D. N. Wadia (1883-1969) (this picture is taken from www.scientistsinformation.blogspot.com)

As an alternative view, D.N. Wadia, the Indian geologist put forward the “Circumscribe Block Uplift” theory in 1943. According to this theory, a landmass similar to the entire island faced an uplift and complementary block uplifts which took place in the center gave the present landscape its features. As of this view, the oldest sections are the coastal regions. The faults along the Nilgiri mountains of India, the Malabar coast, and Thabbowa are believed to be during the period of the Circumscribe Block Uplift. Further the Sri Lankan geologist K. Kularathnam proposed another theory called the “Multiple Block Uplift” theory in 1953.

A theory based on Geo-movement was put forward in 1972 by D. P. W. Withanage. According to him, the land of the central highlands developed through micro Geo-movement and with the process of erosion gave birth to its present form.

Many such theories on the origin of the landscape of the island have been put forward and its origin is continued to be studied by geologists at present. The geological evidence found have played an important role in determining the origin of the landscape and it could be seen that these factors have in later times aided the development of human civilization. In a simple way, this fact could be seen as how the geological features have influenced the survival of the prehistoric man and his culture.

 

Sri Lanka’s geological zones

Sri Lanka’s geological zone (taken from Arjuna’s Atlas of Sri Lanka)

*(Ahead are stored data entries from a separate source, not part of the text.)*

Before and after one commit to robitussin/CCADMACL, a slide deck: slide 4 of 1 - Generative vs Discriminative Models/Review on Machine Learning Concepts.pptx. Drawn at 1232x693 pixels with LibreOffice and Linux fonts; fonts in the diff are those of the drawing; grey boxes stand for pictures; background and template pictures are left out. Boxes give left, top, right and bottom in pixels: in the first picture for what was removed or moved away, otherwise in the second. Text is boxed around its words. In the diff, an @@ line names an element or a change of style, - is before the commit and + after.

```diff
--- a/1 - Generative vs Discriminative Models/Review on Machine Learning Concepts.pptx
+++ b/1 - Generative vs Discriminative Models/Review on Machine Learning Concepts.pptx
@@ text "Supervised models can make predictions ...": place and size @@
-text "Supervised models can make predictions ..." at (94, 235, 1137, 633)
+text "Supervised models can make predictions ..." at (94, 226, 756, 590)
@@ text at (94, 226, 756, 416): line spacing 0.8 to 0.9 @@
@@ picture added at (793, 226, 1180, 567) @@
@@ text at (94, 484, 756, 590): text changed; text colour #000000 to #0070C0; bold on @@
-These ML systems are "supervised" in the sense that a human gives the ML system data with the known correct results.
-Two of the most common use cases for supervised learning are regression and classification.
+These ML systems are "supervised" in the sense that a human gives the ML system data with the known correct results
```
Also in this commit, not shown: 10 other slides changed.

Geologically looking, 9/10 of Sri Lanka comprises of highly crystalline rocks of more than 570 million years ago from the Precambrian era. The rest 1/10 comprises of sedimentary formations such as limestone, sands and clay of the Jurassic period and tertiary and quaternary periods. In the northern zone, a layer of limestone formed during the Miocene epoch could be traced. Precambrian rocks could be divided into 4 main categories based on their rock types, isotopic characteristics and structures.

  1. Highland complex: the central highlands and northeast and south-west of the island.
  2. Wanni complex: also called the Western Vijayan complex, comprises of the lowlands west of the Highland complex.
  3. Vijayan complex: also called the Eastern Vijanyan complex, consists of the land east of the Highland complex.
  4. Kadugannawa complex: centrally located in the Highland complex, the internal rocks are separate to that of the Highland complex.

 

 

Sri Lanka’s geographical background

Temperature

Due to Sri Lanka being an equatorial country, it receives direct sun light throughout the year. Although there is a consistent temperature throughout the year it is hard to see a distinct division. Even though it’s hard to get a clear temperature difference in Sri Lanka, the normal monthly medium temperature is 27.4 °C and annual medium temperature is less than 27.8 °C. When traveling from sea level upwards the temperature drops around 0.64 °C for every 100 meters. Under these temperature conditions, it is favorable for human habitation and does not affect human settlements. Hence just as many other environmental factors, the temperature of the island too provides favorable living conditions.

Rainfall

Rain is the main method by which Sri Lanka receives freshwater, an important component for life. According to annual rainfall data, the highest rainfall is recorded from the central hills while the western region receives the most rainfall. Sri Lanka receives rain in 3 ways, 1) by Convectional rain, 2) by Monsoonal rain, 3) by Cyclonic rain. Due to the cyclonic conditions in the Bay of Bengal Sri Lanka receives cyclonic rain between the months of October to November with heavy rainfall to North and East. Based on these facts it is clear that due to the consistent rainfall there is sufficient freshwater for animals. On the other hand the many water ways which flow from the central hills creates a favorable condition for human civilization. The rain, streams, springs, and other water bodies all aid greatly in the survival of Man. When studying the ancient human habitats and other elements of prehistoric man it is clear that the habitat of the ancient man was always close to a water source.

Soil distribution

When studying the natural environment of prehistoric man, an important component which helped his activities is the soil. A habitable environment for animal and plant life is only made possible by a stable soil. Looking in comparison to rock materials, there are few features of soil.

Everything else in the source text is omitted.